I have something very similar to this in one of my tanks but it's unlikely to be the same species as I'm in Scotland. Like yourself, I was concerned when I first discovered them but also found that for whatever reason they reproduce very slowy in the vivarium and have never become a probem.


----------



## Kribensis (Jan 14, 2021)

Cynefin said:


> That fella is a bush snail. A little Zonitoides. They will eat new growth on plants and roots too, and they _can_ get to be a problem if they go unchecked. Pick them out when you see them. They love eating orchids, and are the bane of my existence.
> 
> There is good advice on the forum about putting some lettuce or spinach overnight and trying to catch them at night while they eat it. It might work for you. I've found they mostly like the orchids.

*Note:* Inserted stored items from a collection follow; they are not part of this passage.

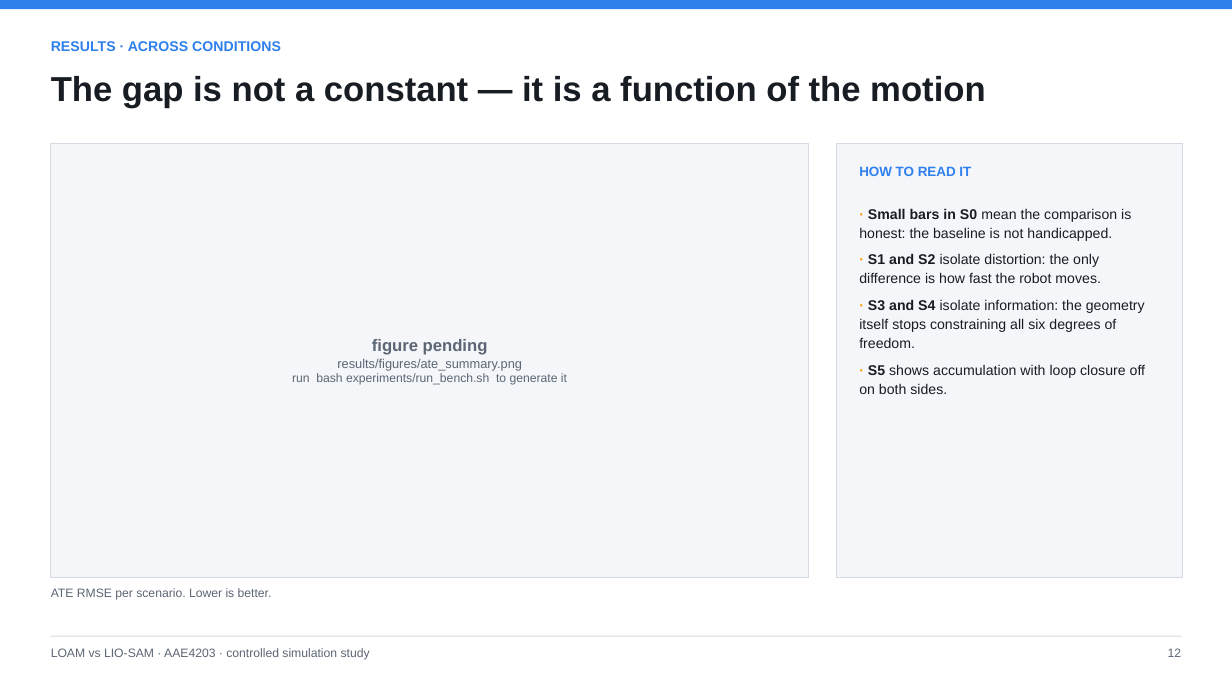
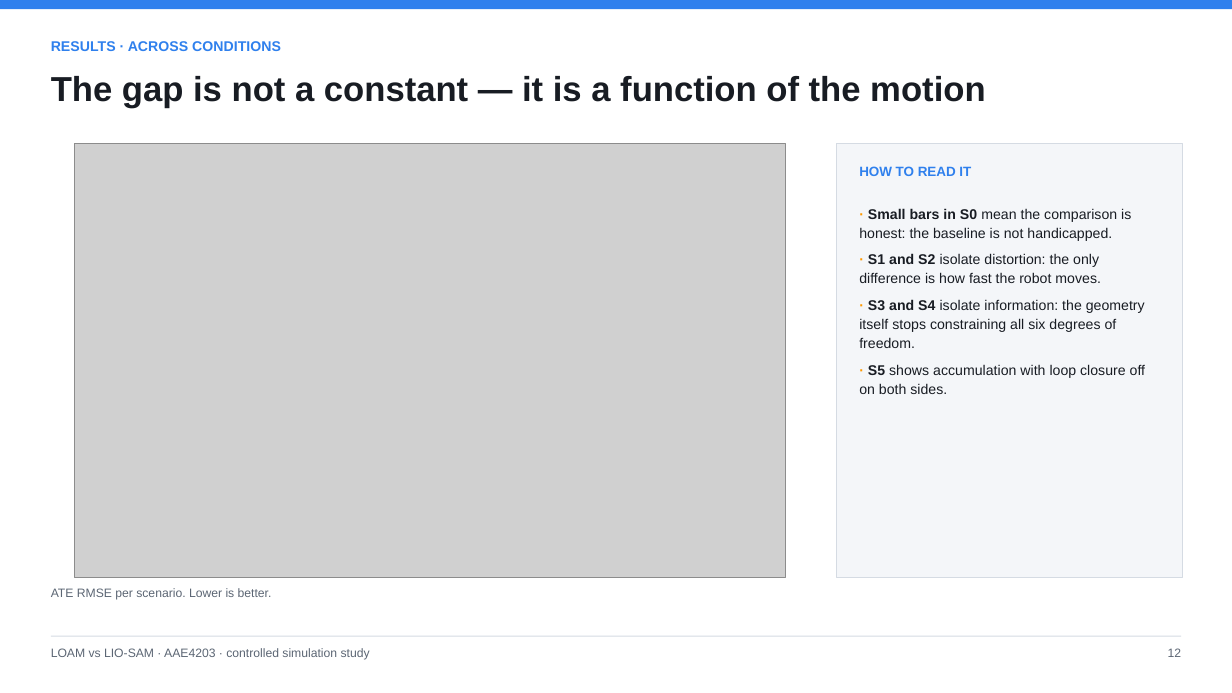
Before and after one commit to broken-pear/AAE4203_LIOSAM_demo, a slide deck: slide 13 of report/LOAM_vs_LIOSAM_comparison.pptx. Drawn at 1232x693 pixels with LibreOffice and Linux fonts; fonts in the diff are those of the drawing; grey boxes stand for pictures. Boxes give left, top, right and bottom in pixels: in the first picture for what was removed or moved away, otherwise in the second. Text is boxed around its words. In the diff, an @@ line names an element or a change of style, - is before the commit and + after.

Commit message:
Build the deck from the measured run, and keep stray files out of the figures
The deck now carries the six-scenario table as measured: 50.6% better on nominal motion, 30.6% on fast yaw, 98.6% in the corridor, 58.6% in the sparse hall, and worse on two scenarios that the summary and closing slides both state.

Two figure problems surfaced once real images were embedded. make_figures globbed every csv under results/raw, so the liosam_rate0.7_backup.csv kept for a rate comparison became a third series - visible as a grey legend entry and a grey bar in the ATE chart that no reader could account for; only <scenario>/<algorithm>.csv is accepted now. And figure() forced images into a fixed box, which either distorted them or left the six-panel overview occupying half the slide; pictures are now fitted to the box by aspect ratio and centred.

The ATE summary chart is redrawn from all_runs.csv at slide proportions, with values annotated only where the bars are tall enough to read them.

```diff
--- a/report/LOAM_vs_LIOSAM_comparison.pptx
+++ b/report/LOAM_vs_LIOSAM_comparison.pptx
@@ rectangle removed at (51, 143, 809, 578) @@
@@ picture added at (74, 143, 785, 578) @@
@@ text removed at (292, 339, 567, 385) @@
-figure pending
-results/figures/ate_summary.png
-run bash experiments/run_bench.sh to generate it
```
Also in this commit, not shown: 5 other slides changed, 3 other files.
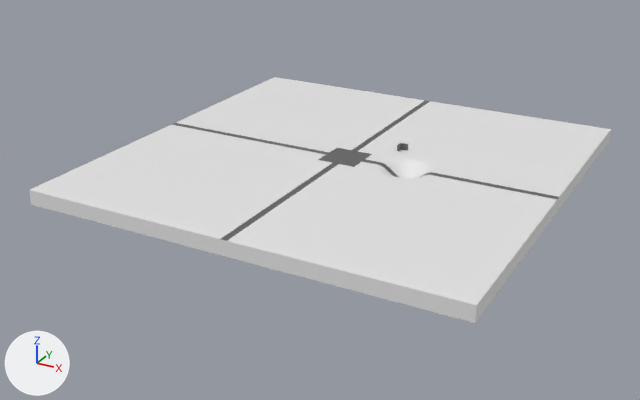
An edit to the FBX model Assets/Models/grass.fbx, drawn before and after from the same camera.
The view is the same before and after, from a 50 mm camera at (176.7, -345.8, 148.1) aimed at (-6.8, -12.1, -18.7). The axes (+X, +Y, +Z) are drawn at lower left. The lights are the same throughout.
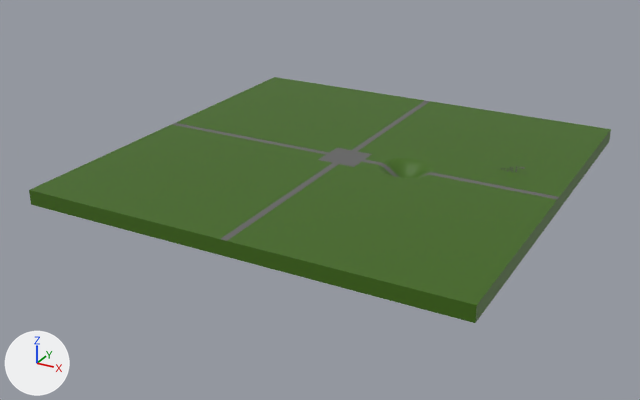
Pixel boxes [x1, y1, x2, y2] of what changed, in the pictures (640 x 400 px):
'Cube', recoloured (white to green)
    both: [29, 77, 611, 323]

The change in detail:
Material 'grass' (mat_grass) changes colour from white #e7e7e7 to dark green #3f680e; in linear values from (0.8, 0.8, 0.8) to (0.0492, 0.138, 0.00422).

I thought they were bush snails at first, but they haven't damaged a single plant, and there are still only a small number of them after 3 years. I also have a large number of potted and mounted orchids surrounding the tank, but none of them have any snail damage either. Any other possibilities?


Louis said:


> I have something very similar to this in one of my tanks but it's unlikely to be the same species as I'm in Scotland. Like yourself, I was concerned when I first discovered them but also found that for whatever reason they reproduce very slowy in the vivarium and have never become a probem.


Interesting, maybe they're in the same genus. I've actually grown to like them quite a lot, I just wish I saw them more often.


----------



## AlexNillson89 (Jan 19, 2021)

Cynefin said:


> That fella is a bush snail. A little Zonitoides. They will eat new growth on plants and roots too, and they _can_ get to be a problem if they go unchecked. Pick them out when you see them. They love eating orchids, and are the bane of my existence.
> 
> There is good advice on the forum about putting some lettuce or spinach overnight and trying to catch them at night while they eat it. It might work for you. I've found they mostly like the orchids.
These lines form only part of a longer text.